Case Presentation: A 48-year-old female with tyrosine kinase inhibitor-resistant CML on hydroxyurea therapy admitted with 3 weeks of fever, skin redness, and swelling. Her physical examination was remarkable for the temperature of 100.1 F, localized skin erythema, and tenderness around left antecubital fossa. Her labs revealed WBC of 80,000/ mm3 with 7% blast cells which dropped to the baseline level of 10,000 cells/mm3 after resuming hydroxyurea therapy. Two weeks prior to admission, she was treated with oral antibiotics for presumed cellulitis without resolution of symptoms, so we started her on broad Spectrum IV Antibiotics. Despite MRSA coverage, her symptoms persisted without any significant improvement of skin erythema or swelling. Given persistent symptoms, negative DVT study for thrombosis, and negative CT findings for necrotizing fasciitis, the skin biopsy was done to evaluate for leukemia cutis and sweets syndrome as possible etiologies Skin Biopsy showed dermis infiltration with granulocytic precursors and blast cells. Immunohistochemical stains were positive for MPO, CD15 and focal CD34, confirming a diagnosis of leukemia cutis. Bone marrow biopsy performed on the same admission and was negative for accelerated/blast phase with only 6% blast cells. She was planned for outpatient ponatinib therapy but was readmitted a week after index admission with dyspnea and tender, erythematous papular lesions on extremities. She was found to be in myeloid blast crisis as evident by WBC count of 300,000 cells/mm3 and positive flow cytometry. The patient was managed with leukapheresis and induction chemotherapy with the improvement of skin lesions.

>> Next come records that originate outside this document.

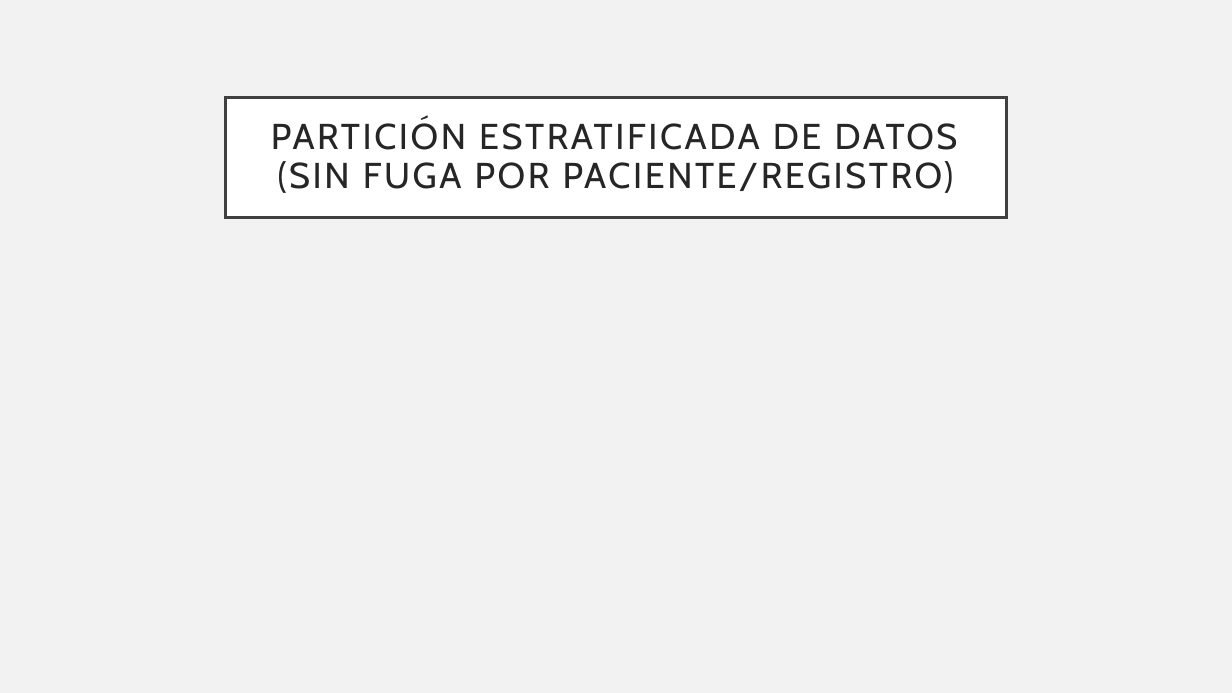
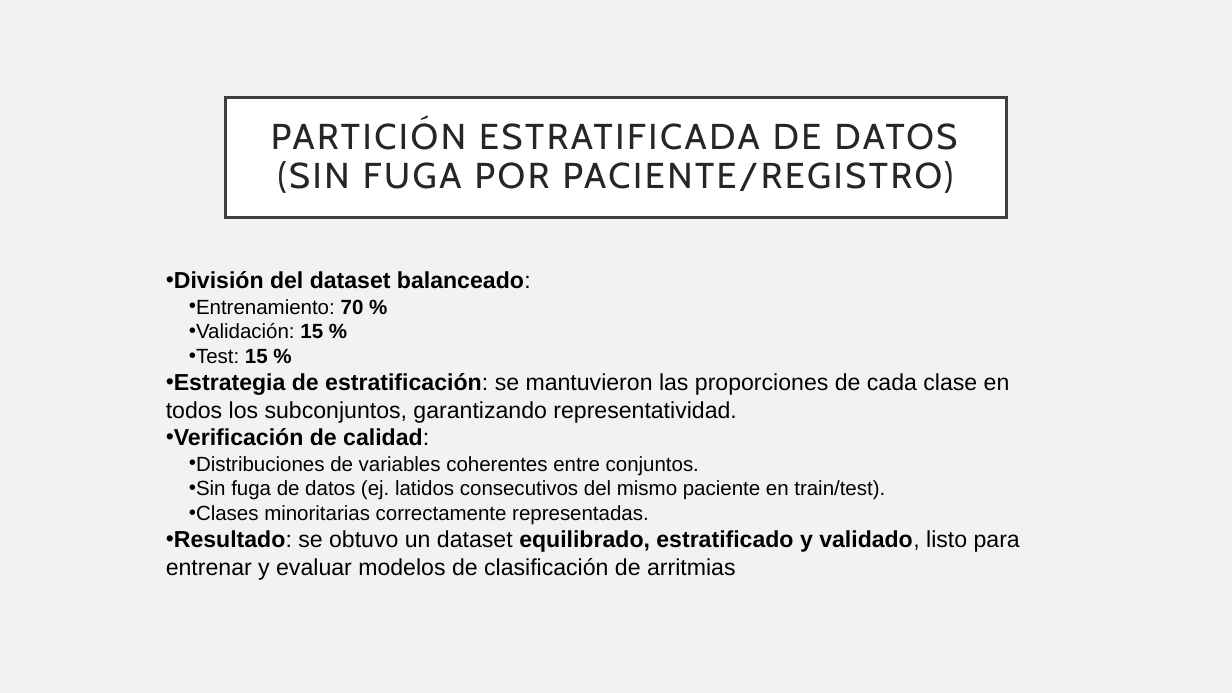
Before and after one commit to luisbustamante-droid/TITULACION_UEES, a slide deck: slide 9 of PresentacionTecnica_Semana2/Clasificación_explicable_dearritmias.pptx (slide 8 before the commit). Drawn at 1232x693 pixels with LibreOffice and Linux fonts; fonts in the diff are those of the drawing. Boxes give left, top, right and bottom in pixels: in the first picture for what was removed or moved away, otherwise in the second. Text is boxed around its words. In the diff, an @@ line names an element or a change of style, - is before the commit and + after.

```diff
--- a/PresentacionTecnica_Semana2/Clasificación_explicable_dearritmias.pptx
+++ b/PresentacionTecnica_Semana2/Clasificación_explicable_dearritmias.pptx
@@ text added at (x1=166, y1=271, x2=1020, y2=580), 18 pt, text #000000 @@
+• División del dataset balanceado:
+  • Entrenamiento: 70 %
+  • Validación: 15 %
+  • Test: 15 %
+• Estrategia de estratificación: se mantuvieron las proporciones de cada clase en todos los subconjuntos, garantizando representatividad.
+• Verificación de calidad:
+  • Distribuciones de variables coherentes entre conjuntos.
+  • Sin fuga de datos (ej. latidos consecutivos del mismo paciente en train/test).
+  • Clases minoritarias correctamente representadas.
+• Resultado: se obtuvo un dataset equilibrado, estratificado y validado, listo para entrenar y evaluar modelos de clasificación de arritmias
```
Also in this commit, not shown: 2 other slides changed, 7 slides added, 5 slides removed.
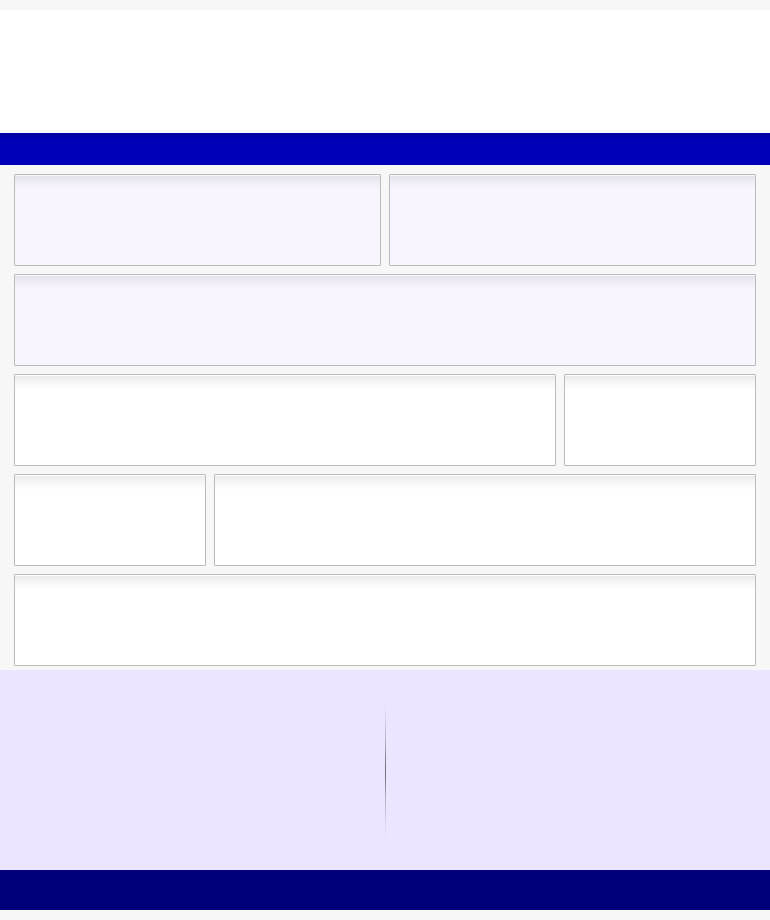
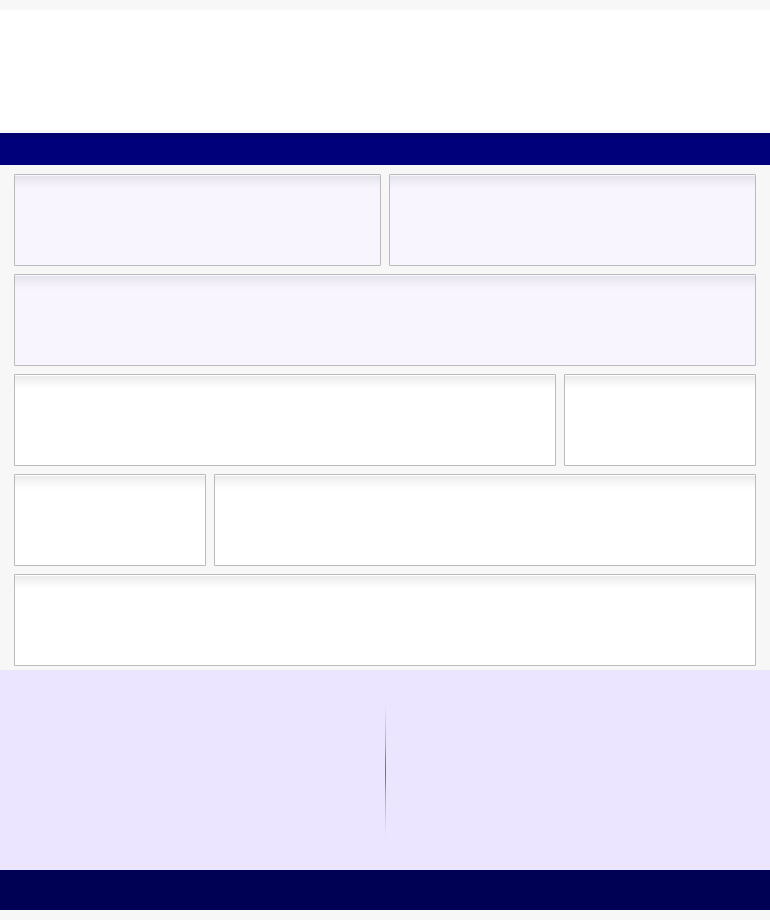
Revision of a layered 770x920 image; what changed, layer by layer:
painted on "navbar" over [0, 133, 770, 165]
painted on "footer" over [0, 870, 770, 910]

Discussion: The patient described in this report had leukemia cutis associated with chronic stable phase of CML, preceding rapid onset (<1 week) blast crisis. Before biopsy confirmation, she was treated with antibiotics for presumed cellulitis for almost a month. Leukemia cutis is the infiltration of neoplastic leukocytes or their precursors into the epidermis or dermis resulting in clinically identifiable cutaneous lesions. It usually presents concomitantly with acute leukemias. While acute monocytic, myelomonocyte and the T cell leukemias show the highest incidence (50 to 70%) of LC, it is an uncommon manifestation of chronic myelocytic leukemia (2 to 8%). The pathogenesis of LC is not well defined but chemokine receptors and adhesion molecules have been found to play a role in skin tropism of leukemic cells. The skin lesions in LC show varied morphology; papules and nodules, indurated or hemorrhagic plaques, perifollicular acneiform papules, bullae, and palpable purpura. These lesions can be misdiagnosed as infectious and/or inflammatory cutaneous lesions and treated accordingly, as in above case. The evaluation of new skin lesions in leukemic patients should always include a skin biopsy for pathology and tissue cultures. The therapeutic management of leukemia cutis is to target the underlying malignancy.

Conclusions: Leukemia cutis associated with CML is rare. Early diagnosis is important because it is usually an impending sign of accelerated or blast phase of CML and can precede aleukaemic leukemia. New cutaneous lesions in a patient with CML should be regarded with great concern and biopsied promptly to establish the definitive diagnosis. Disease course is aggressive and early treatment with induction and consolidation chemotherapy followed by allogeneic bone marrow transplant can prolong survival.